The task:
Each line from the start of the listing below through the line containing "Also in this" should be reproduced exactly, with no others.

Supplied entries:
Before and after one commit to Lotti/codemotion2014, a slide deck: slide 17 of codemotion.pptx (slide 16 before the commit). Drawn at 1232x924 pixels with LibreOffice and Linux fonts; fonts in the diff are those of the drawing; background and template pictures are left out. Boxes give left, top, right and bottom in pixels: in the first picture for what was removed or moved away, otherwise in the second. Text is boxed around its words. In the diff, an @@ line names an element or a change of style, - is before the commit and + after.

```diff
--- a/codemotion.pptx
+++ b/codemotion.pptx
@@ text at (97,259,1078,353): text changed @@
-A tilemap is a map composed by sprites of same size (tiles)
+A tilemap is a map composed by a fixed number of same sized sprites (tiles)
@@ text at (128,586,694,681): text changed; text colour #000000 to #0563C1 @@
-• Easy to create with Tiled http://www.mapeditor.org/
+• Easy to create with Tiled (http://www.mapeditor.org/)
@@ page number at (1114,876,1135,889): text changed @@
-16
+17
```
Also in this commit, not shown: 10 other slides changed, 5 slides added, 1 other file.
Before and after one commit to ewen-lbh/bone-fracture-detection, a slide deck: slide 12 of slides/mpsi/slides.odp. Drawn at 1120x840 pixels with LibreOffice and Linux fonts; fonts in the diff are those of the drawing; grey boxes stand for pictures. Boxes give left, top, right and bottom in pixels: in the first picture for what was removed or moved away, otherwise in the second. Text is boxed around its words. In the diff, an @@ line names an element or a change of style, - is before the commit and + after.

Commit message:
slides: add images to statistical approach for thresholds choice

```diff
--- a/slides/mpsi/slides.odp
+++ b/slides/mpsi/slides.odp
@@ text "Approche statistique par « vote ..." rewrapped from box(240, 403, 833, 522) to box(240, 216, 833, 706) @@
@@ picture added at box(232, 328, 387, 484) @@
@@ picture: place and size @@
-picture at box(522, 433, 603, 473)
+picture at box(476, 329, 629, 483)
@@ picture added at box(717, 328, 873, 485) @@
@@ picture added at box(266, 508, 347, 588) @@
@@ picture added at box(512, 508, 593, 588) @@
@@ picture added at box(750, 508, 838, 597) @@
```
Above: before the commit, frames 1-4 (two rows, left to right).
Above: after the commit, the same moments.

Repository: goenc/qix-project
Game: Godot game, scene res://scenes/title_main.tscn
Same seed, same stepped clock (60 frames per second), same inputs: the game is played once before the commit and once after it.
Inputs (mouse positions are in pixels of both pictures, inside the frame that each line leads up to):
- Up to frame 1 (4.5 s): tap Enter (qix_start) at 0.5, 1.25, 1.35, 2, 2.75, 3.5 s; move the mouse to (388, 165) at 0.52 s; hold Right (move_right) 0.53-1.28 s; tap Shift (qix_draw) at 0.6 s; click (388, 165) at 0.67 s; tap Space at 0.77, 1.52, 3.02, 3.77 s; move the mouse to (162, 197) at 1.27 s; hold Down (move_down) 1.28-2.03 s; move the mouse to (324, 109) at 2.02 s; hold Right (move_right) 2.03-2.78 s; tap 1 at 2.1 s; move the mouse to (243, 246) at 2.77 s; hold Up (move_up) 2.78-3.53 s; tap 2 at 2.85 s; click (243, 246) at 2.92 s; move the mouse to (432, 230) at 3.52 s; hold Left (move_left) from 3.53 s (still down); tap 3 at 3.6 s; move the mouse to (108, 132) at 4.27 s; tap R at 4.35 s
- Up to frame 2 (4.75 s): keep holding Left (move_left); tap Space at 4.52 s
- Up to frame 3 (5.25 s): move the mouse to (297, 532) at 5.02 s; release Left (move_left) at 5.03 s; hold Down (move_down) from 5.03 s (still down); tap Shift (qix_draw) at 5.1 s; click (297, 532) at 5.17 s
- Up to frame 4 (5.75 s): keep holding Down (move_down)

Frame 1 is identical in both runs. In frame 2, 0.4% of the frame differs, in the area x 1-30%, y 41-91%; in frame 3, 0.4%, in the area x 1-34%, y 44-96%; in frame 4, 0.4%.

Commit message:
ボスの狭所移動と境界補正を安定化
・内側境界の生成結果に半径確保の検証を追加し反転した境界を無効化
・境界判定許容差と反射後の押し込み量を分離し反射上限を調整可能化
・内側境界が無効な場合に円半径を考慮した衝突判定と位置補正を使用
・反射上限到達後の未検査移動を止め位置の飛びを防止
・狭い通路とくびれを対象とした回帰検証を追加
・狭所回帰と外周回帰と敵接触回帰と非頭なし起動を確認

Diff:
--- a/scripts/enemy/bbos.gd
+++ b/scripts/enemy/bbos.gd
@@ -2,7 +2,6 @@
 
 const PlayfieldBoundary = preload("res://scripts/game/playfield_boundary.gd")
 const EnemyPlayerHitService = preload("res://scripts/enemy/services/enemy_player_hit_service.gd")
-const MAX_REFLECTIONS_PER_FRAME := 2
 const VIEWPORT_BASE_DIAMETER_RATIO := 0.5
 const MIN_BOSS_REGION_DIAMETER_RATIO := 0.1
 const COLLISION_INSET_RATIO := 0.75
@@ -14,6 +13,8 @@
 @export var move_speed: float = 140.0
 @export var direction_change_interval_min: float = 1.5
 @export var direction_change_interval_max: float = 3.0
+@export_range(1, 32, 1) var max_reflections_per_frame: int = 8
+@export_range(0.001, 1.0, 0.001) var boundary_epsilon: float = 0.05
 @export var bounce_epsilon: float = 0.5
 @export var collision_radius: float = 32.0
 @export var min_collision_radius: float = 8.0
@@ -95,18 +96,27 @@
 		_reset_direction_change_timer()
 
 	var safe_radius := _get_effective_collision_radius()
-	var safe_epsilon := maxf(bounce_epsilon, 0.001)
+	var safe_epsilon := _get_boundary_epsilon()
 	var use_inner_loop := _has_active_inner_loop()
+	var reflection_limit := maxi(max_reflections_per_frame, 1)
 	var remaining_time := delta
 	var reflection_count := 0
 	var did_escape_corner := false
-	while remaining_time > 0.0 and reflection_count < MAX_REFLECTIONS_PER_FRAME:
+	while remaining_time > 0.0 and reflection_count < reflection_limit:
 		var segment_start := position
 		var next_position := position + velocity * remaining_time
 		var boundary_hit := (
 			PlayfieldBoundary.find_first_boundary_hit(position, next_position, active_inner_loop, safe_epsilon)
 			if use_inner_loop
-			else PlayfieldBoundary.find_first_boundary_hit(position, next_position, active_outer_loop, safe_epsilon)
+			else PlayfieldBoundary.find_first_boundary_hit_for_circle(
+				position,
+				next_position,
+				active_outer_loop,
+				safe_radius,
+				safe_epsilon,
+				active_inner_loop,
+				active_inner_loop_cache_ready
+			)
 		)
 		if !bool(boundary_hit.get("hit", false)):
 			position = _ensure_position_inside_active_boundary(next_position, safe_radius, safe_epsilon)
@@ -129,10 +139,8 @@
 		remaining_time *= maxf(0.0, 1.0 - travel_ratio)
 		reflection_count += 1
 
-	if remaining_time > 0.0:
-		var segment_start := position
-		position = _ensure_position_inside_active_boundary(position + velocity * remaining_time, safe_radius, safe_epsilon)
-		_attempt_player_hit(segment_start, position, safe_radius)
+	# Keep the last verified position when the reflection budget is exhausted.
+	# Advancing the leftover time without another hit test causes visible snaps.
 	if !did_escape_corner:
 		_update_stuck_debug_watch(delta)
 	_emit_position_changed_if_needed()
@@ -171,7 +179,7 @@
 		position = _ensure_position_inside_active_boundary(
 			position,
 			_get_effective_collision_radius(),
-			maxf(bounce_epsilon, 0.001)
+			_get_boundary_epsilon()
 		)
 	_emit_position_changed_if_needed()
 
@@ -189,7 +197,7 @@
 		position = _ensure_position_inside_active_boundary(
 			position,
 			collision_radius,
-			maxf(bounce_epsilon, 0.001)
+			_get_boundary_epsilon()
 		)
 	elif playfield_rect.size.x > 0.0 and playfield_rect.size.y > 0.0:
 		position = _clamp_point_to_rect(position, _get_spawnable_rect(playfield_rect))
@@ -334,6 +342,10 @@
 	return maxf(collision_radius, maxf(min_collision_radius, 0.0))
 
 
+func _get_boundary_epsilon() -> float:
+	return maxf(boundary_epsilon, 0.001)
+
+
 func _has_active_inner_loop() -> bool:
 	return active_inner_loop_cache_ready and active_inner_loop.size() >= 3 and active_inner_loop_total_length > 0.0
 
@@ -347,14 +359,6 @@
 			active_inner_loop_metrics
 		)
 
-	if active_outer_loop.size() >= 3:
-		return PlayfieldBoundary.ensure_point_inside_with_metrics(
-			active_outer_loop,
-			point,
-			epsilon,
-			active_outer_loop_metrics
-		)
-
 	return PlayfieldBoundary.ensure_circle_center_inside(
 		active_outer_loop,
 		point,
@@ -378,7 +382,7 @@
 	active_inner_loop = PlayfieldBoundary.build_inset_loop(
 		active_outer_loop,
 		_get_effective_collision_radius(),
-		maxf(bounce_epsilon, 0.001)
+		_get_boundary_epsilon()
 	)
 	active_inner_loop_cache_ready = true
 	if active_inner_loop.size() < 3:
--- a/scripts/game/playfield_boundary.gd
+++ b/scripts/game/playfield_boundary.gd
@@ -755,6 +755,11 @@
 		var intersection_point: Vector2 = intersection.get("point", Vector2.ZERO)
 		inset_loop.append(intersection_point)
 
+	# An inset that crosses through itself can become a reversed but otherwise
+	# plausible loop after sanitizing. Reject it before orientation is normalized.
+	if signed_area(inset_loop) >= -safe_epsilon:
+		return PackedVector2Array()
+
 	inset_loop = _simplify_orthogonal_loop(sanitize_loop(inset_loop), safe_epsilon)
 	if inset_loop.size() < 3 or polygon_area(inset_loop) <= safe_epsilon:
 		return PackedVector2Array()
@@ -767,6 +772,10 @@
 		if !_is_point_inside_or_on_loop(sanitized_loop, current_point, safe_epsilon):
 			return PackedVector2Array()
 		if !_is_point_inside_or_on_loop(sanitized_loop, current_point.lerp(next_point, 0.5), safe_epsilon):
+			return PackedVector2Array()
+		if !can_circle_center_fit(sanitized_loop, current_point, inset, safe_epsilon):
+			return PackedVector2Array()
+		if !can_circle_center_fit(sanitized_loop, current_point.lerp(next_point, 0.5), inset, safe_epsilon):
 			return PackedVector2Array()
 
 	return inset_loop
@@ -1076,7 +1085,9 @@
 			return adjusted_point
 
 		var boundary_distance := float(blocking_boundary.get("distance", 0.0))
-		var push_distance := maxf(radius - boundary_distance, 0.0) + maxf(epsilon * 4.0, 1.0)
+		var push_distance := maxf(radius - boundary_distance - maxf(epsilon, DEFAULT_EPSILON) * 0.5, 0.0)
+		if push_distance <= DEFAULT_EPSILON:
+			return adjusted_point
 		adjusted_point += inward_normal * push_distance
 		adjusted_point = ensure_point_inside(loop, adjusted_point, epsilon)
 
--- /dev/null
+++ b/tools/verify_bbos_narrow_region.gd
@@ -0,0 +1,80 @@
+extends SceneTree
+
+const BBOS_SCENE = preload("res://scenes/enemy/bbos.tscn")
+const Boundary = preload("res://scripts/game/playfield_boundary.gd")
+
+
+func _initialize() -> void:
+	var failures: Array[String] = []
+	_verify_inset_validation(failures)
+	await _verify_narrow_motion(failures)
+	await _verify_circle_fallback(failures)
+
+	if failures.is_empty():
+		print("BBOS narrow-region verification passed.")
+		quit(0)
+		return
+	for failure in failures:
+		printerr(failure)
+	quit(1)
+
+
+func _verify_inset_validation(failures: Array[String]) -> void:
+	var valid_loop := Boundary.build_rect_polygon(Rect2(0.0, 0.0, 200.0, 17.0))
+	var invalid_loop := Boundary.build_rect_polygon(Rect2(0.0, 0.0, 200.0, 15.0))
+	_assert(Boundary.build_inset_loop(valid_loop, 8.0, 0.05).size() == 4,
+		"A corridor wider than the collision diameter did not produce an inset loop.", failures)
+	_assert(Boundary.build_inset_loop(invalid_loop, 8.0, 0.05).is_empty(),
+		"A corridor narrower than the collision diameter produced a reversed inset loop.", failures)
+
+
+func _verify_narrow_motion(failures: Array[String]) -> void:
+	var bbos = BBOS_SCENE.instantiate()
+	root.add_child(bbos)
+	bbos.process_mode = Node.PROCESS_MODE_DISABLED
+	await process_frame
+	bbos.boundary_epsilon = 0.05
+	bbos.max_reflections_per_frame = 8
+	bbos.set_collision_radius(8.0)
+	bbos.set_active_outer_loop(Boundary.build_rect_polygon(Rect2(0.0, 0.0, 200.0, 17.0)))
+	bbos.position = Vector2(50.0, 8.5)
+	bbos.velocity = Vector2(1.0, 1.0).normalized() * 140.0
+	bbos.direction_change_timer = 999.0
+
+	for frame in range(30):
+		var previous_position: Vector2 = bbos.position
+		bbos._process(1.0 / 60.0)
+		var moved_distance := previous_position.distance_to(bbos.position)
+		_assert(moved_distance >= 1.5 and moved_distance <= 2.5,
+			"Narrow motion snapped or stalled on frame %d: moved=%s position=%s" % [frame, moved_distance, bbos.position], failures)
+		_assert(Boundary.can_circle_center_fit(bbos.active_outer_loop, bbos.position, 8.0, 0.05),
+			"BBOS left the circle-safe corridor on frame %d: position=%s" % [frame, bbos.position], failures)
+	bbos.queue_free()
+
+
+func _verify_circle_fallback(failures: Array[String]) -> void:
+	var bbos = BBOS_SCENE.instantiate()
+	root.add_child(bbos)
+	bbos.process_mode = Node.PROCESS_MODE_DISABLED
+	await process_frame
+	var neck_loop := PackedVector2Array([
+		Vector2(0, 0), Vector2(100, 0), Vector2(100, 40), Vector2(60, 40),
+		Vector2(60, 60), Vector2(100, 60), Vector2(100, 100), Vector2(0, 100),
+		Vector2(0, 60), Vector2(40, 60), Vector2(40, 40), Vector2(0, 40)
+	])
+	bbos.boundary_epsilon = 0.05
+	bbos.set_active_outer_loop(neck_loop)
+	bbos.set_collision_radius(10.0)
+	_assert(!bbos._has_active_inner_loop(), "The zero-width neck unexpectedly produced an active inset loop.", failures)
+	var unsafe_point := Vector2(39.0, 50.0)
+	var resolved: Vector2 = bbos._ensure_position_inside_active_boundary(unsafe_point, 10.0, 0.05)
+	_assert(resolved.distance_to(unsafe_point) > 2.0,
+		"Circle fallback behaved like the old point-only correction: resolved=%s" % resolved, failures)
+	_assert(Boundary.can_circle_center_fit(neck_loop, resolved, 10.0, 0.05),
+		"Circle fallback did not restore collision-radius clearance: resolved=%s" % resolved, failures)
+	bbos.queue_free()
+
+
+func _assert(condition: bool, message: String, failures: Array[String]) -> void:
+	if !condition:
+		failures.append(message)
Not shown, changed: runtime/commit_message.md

Exercise answer:
Before and after one commit to Lotti/codemotion2014, a slide deck: slide 17 of codemotion.pptx (slide 16 before the commit). Drawn at 1232x924 pixels with LibreOffice and Linux fonts; fonts in the diff are those of the drawing; background and template pictures are left out. Boxes give left, top, right and bottom in pixels: in the first picture for what was removed or moved away, otherwise in the second. Text is boxed around its words. In the diff, an @@ line names an element or a change of style, - is before the commit and + after.

```diff
--- a/codemotion.pptx
+++ b/codemotion.pptx
@@ text at (97,259,1078,353): text changed @@
-A tilemap is a map composed by sprites of same size (tiles)
+A tilemap is a map composed by a fixed number of same sized sprites (tiles)
@@ text at (128,586,694,681): text changed; text colour #000000 to #0563C1 @@
-• Easy to create with Tiled http://www.mapeditor.org/
+• Easy to create with Tiled (http://www.mapeditor.org/)
@@ page number at (1114,876,1135,889): text changed @@
-16
+17
```
Also in this commit, not shown: 10 other slides changed, 5 slides added, 1 other file.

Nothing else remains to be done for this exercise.